Additional Factors Affecting the Efficacy of Deciphering Mutational Signatures with Simulated Data, Related to Figure 3 (A) Design for simulating the signatures of four mutational processes with different similarities between them. Signatures I and II differ significantly from each other as well as from the other two Signatures (cosine similarity between 0.00 and 0.20).
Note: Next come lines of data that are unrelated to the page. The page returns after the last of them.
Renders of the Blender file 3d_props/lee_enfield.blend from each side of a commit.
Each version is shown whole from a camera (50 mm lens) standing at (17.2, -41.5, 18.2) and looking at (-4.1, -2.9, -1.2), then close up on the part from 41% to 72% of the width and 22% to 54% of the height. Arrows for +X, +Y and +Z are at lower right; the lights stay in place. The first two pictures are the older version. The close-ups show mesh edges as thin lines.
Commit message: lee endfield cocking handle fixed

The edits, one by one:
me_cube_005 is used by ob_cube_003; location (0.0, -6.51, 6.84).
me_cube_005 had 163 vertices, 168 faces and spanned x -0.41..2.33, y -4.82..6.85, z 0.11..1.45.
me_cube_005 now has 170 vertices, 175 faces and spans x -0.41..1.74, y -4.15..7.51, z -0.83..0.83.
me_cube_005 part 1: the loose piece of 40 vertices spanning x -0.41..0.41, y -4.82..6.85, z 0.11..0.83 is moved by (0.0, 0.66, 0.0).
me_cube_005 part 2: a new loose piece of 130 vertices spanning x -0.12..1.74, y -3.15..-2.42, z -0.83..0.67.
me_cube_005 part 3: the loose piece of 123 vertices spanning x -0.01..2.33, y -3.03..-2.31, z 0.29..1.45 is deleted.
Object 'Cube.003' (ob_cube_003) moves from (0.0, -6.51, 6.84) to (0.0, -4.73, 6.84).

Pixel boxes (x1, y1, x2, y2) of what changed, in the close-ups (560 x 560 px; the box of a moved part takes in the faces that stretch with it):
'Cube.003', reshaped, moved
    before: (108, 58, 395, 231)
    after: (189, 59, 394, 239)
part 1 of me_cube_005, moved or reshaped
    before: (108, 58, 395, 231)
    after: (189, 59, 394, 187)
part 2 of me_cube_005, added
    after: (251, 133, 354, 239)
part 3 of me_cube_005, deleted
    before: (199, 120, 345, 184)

Signatures III and IV were simulated with varying similarities between them. (B) Dependency between accurately deciphered signatures (i.e., cosine similarity between simulated and deciphered signature > 0.95) and the number of mutational catalogs needed to decipherer these signatures. (C) Identifying the maximum number of accurately deciphered signatures (cosine similarity between simulated and deciphered signature shown in the legend) from sets of mutational catalogs simulated using the signatures of 20 mutational processes. (D) Distribution of the normalized Frobenius error for identifying the contributions of accurately deciphered signatures of mutational processes (i.e., cosine similarity between simulated and deciphered signature > 0.95). (E) Average symmetric mean absolute percentage error for identifying the contributions of accurately deciphered signatures of mutational processes (i.e., cosine similarity between simulated and deciphered signature > 0.95) based on the number mutations contributed by the signature.

Figure S2

Signatures of Mutational Processes Extracted from the Extended Mutational Catalogs of 21 Breast Cancer Genomes, Related to Figure 4 Four of the five mutational signatures deciphered from the base substitutions (including their immediate 3′ and 5′ sequence context), kataegis, indels, and dinucleotide substitutions identified in the 21 breast cancer genomes. The fifth mutational signature is shown in Figure 4B.